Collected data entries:
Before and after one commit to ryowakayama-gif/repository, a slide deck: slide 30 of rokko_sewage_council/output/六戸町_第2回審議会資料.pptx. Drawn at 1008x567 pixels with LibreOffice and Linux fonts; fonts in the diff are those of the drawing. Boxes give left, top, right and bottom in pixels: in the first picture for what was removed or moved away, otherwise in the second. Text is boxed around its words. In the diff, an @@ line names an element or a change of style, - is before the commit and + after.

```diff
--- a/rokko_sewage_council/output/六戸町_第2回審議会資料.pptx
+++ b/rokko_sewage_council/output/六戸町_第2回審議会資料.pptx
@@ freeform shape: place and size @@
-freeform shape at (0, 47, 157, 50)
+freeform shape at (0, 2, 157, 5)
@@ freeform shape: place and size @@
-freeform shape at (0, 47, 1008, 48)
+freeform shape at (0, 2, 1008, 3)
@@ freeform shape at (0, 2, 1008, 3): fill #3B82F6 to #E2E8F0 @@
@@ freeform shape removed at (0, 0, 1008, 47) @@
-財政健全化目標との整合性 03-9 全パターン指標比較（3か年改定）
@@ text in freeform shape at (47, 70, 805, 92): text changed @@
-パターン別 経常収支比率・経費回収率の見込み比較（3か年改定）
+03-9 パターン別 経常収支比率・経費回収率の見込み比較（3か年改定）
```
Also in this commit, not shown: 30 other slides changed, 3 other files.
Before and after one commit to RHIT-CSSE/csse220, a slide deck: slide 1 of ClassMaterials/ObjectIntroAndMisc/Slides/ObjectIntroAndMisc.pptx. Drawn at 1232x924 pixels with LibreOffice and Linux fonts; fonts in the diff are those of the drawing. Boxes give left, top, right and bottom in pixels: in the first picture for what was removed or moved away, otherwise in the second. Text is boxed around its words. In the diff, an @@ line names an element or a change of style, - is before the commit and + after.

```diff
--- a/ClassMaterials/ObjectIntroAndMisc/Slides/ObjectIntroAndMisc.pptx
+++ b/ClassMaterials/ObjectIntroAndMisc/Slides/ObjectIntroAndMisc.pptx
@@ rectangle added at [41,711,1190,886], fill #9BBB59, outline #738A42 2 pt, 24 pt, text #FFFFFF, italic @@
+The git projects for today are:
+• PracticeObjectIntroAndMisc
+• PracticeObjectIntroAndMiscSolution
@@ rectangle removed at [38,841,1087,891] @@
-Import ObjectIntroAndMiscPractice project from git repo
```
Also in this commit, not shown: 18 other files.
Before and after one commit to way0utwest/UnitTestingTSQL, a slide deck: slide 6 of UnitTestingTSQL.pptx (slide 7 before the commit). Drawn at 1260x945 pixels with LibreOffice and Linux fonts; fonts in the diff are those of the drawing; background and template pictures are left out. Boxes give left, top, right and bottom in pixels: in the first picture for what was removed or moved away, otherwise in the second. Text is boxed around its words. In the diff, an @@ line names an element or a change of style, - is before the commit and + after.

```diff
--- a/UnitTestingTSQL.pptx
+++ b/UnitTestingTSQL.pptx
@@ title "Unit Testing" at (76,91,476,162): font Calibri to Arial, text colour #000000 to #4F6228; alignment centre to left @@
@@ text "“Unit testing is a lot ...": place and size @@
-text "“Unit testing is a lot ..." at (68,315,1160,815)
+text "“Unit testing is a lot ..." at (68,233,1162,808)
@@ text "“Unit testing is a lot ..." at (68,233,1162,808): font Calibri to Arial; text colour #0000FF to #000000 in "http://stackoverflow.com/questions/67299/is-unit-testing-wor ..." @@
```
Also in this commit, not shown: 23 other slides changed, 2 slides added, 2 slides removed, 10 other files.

* AIM OF THE EXERCISE *
The reply should consist of all the records, repeated exactly.

* RESULT *
Before and after one commit to ryowakayama-gif/repository, a slide deck: slide 30 of rokko_sewage_council/output/六戸町_第2回審議会資料.pptx. Drawn at 1008x567 pixels with LibreOffice and Linux fonts; fonts in the diff are those of the drawing. Boxes give left, top, right and bottom in pixels: in the first picture for what was removed or moved away, otherwise in the second. Text is boxed around its words. In the diff, an @@ line names an element or a change of style, - is before the commit and + after.

```diff
--- a/rokko_sewage_council/output/六戸町_第2回審議会資料.pptx
+++ b/rokko_sewage_council/output/六戸町_第2回審議会資料.pptx
@@ freeform shape: place and size @@
-freeform shape at (0, 47, 157, 50)
+freeform shape at (0, 2, 157, 5)
@@ freeform shape: place and size @@
-freeform shape at (0, 47, 1008, 48)
+freeform shape at (0, 2, 1008, 3)
@@ freeform shape at (0, 2, 1008, 3): fill #3B82F6 to #E2E8F0 @@
@@ freeform shape removed at (0, 0, 1008, 47) @@
-財政健全化目標との整合性 03-9 全パターン指標比較（3か年改定）
@@ text in freeform shape at (47, 70, 805, 92): text changed @@
-パターン別 経常収支比率・経費回収率の見込み比較（3か年改定）
+03-9 パターン別 経常収支比率・経費回収率の見込み比較（3か年改定）
```
Also in this commit, not shown: 30 other slides changed, 3 other files.
Before and after one commit to RHIT-CSSE/csse220, a slide deck: slide 1 of ClassMaterials/ObjectIntroAndMisc/Slides/ObjectIntroAndMisc.pptx. Drawn at 1232x924 pixels with LibreOffice and Linux fonts; fonts in the diff are those of the drawing. Boxes give left, top, right and bottom in pixels: in the first picture for what was removed or moved away, otherwise in the second. Text is boxed around its words. In the diff, an @@ line names an element or a change of style, - is before the commit and + after.

```diff
--- a/ClassMaterials/ObjectIntroAndMisc/Slides/ObjectIntroAndMisc.pptx
+++ b/ClassMaterials/ObjectIntroAndMisc/Slides/ObjectIntroAndMisc.pptx
@@ rectangle added at [41,711,1190,886], fill #9BBB59, outline #738A42 2 pt, 24 pt, text #FFFFFF, italic @@
+The git projects for today are:
+• PracticeObjectIntroAndMisc
+• PracticeObjectIntroAndMiscSolution
@@ rectangle removed at [38,841,1087,891] @@
-Import ObjectIntroAndMiscPractice project from git repo
```
Also in this commit, not shown: 18 other files.
Before and after one commit to way0utwest/UnitTestingTSQL, a slide deck: slide 6 of UnitTestingTSQL.pptx (slide 7 before the commit). Drawn at 1260x945 pixels with LibreOffice and Linux fonts; fonts in the diff are those of the drawing; background and template pictures are left out. Boxes give left, top, right and bottom in pixels: in the first picture for what was removed or moved away, otherwise in the second. Text is boxed around its words. In the diff, an @@ line names an element or a change of style, - is before the commit and + after.

```diff
--- a/UnitTestingTSQL.pptx
+++ b/UnitTestingTSQL.pptx
@@ title "Unit Testing" at (76,91,476,162): font Calibri to Arial, text colour #000000 to #4F6228; alignment centre to left @@
@@ text "“Unit testing is a lot ...": place and size @@
-text "“Unit testing is a lot ..." at (68,315,1160,815)
+text "“Unit testing is a lot ..." at (68,233,1162,808)
@@ text "“Unit testing is a lot ..." at (68,233,1162,808): font Calibri to Arial; text colour #0000FF to #000000 in "http://stackoverflow.com/questions/67299/is-unit-testing-wor ..." @@
```
Also in this commit, not shown: 23 other slides changed, 2 slides added, 2 slides removed, 10 other files.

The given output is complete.